Ia mengatakan, banyaknya permintaan pasar luar negeri untuk jenis sayuran itu karena kualitas asparagus yang dihasilkan petani di Desa Petang, Plaga sangat baik dibandingkan dengan daerah lainnya.
Supariasi menuturkan, luas lahan asparagus yang dimiliki kelompok tani di daerah itu mencapai 65 hektare. Namun, yang produktif kurang lebih 25 hektare.
Untuk satu kali panen, kata dia mampu memproduksi asparagus mencapai 200 hingga 300 kilogram per hari. Namun, masih belum mencukupi untuk mengekspor sayuran itu, karena permintaan pasar lokal untuk sayur itu mencapai 300 kilogram per hari.
"Dalam sehari kelompok tani disini mampu meraup omzet penjualan Rp5 juta hingga Rp10 juta per hari," ujarnya.
Untuk jangka waktu penanaman dari bibit asparagus berlangsung enam hingga tujuh bulan mulai panen, setelah itu panennya setiap hari selama jangka waktu tiga bulan.
Kemudian, akan terjadi massa jeda setelah panen karena induknya mengalami penuaan dan diakukan pemangkasan kemudian kurun waktu 25 hari hingga 30 hari selanjutnya akan dapat dipanen kembali.

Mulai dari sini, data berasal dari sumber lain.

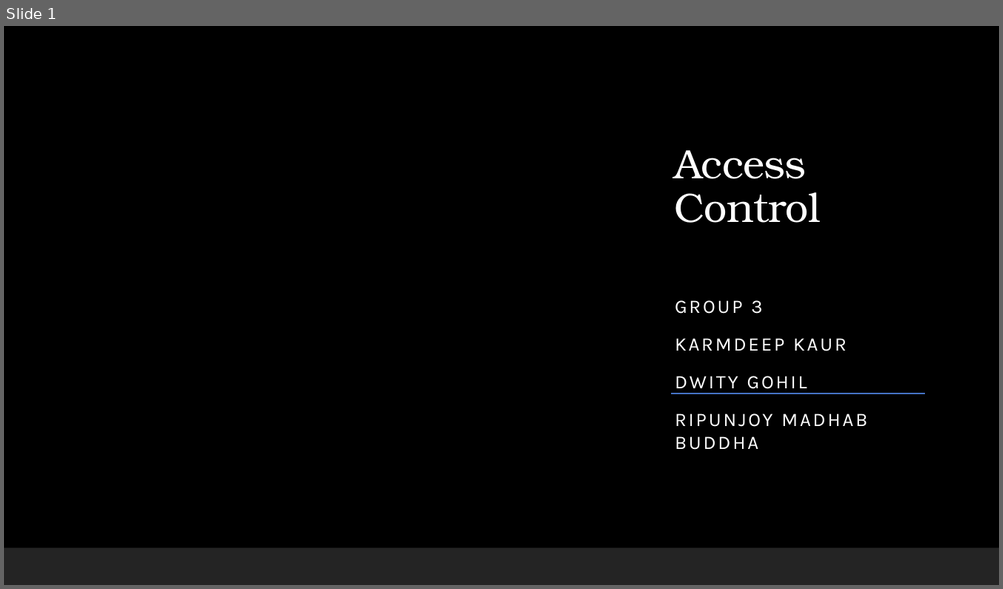
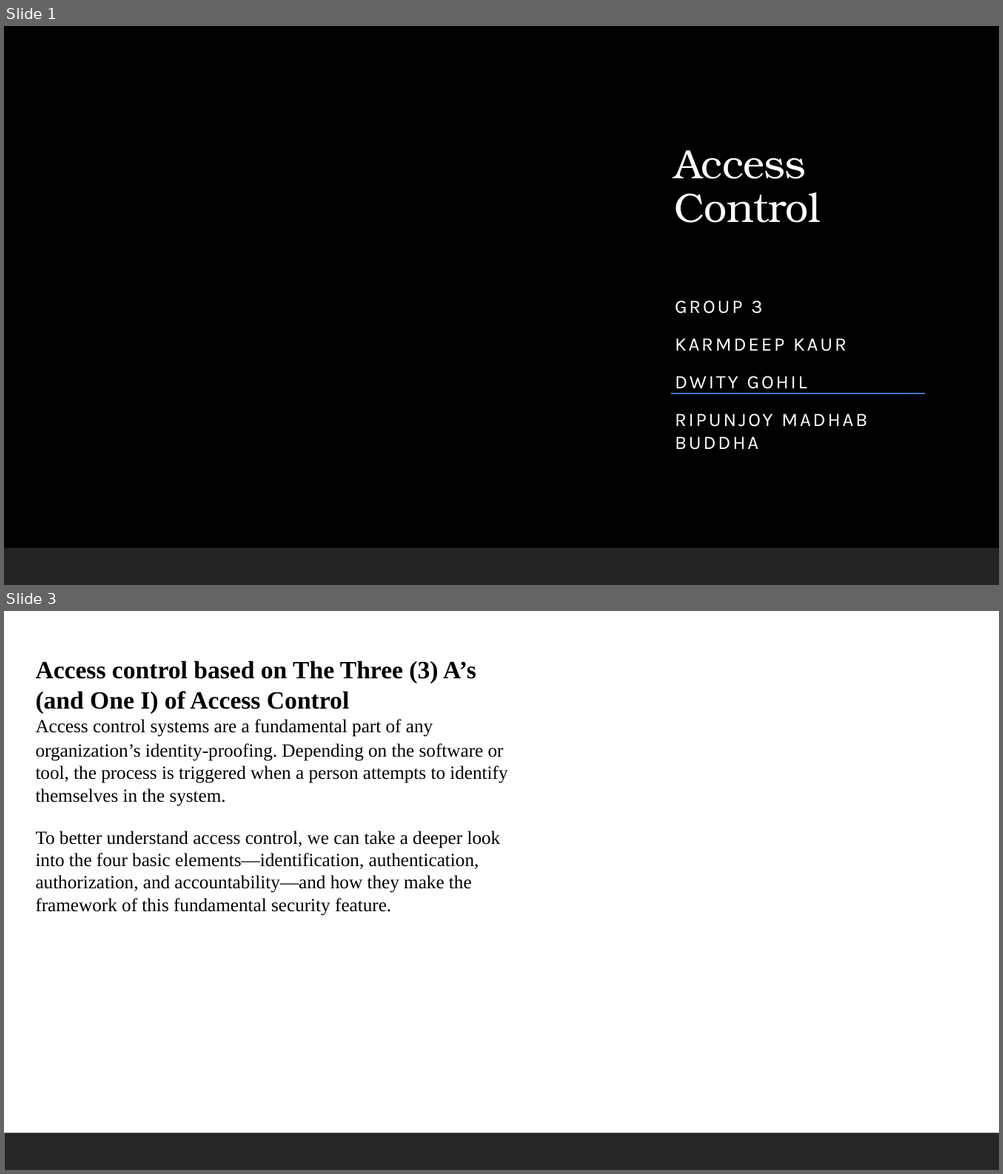
Before and after one commit to ronnie-1947/access-control-ppt, a slide deck: Access Control.pptx. Shown one above the other, each under a label of ours: slide 1 before the commit, slides 1 and 3 after it; the slides between them are not shown. The pictures are 1003x589 and 1003x1174 pixels, drawn with LibreOffice and Linux fonts; fonts in the diff are those of the drawing; background and template pictures are left out. Boxes give left, top, right and bottom in pixels: in the first picture for what was removed or moved away, otherwise in the second. Text is boxed around its words. In the diff, an @@ line names an element or a change of style, - is before the commit and + after.

Commit message:
<access contol addited>

```diff
--- a/Access Control.pptx
+++ b/Access Control.pptx
@@ slide 3 added at box(4, 611, 999, 1170), background #FFFFFF; not listed: 1 template element that a slide beside it also shows @@
@@ text added at box(36, 661, 507, 916), 18 pt, text #000000 @@
+Access control based on The Three (3) A’s (and One I) of Access Control
+Access control systems are a fundamental part of any organization’s identity-proofing. Depending on the software or tool, the process is triggered when a person attempts to identify themselves in the system.
+To better understand access control, we can take a deeper look into the four basic elements—identification, authentication, authorization, and accountability—and how they make the framework of this fundamental security feature.
```
Also in this commit, not shown: 13 other slides added.

"Sekali tanam sayuran asparagus ini akan terus tumbuh dan berkembang secara terus menerus hingga berusia delapan tahun," ujarnya.
Ia mengakui, untuk pembibitan asparagus kualitas utama (F1) saat ini, masih sedang dikembangkan yang didatangkan dari negara Thailand dan Amerika.
"Untuk kualitas asparagus F2, kami masih bisa mengembangkannya bersama petani," ujarnya.
Ia menambahkan, untuk distribusi hasil panen asparagus itu dikirim ke sejumlah restauran dan supermarket yang ada di Bali dengan jumlah total 32 tempat. (WDY)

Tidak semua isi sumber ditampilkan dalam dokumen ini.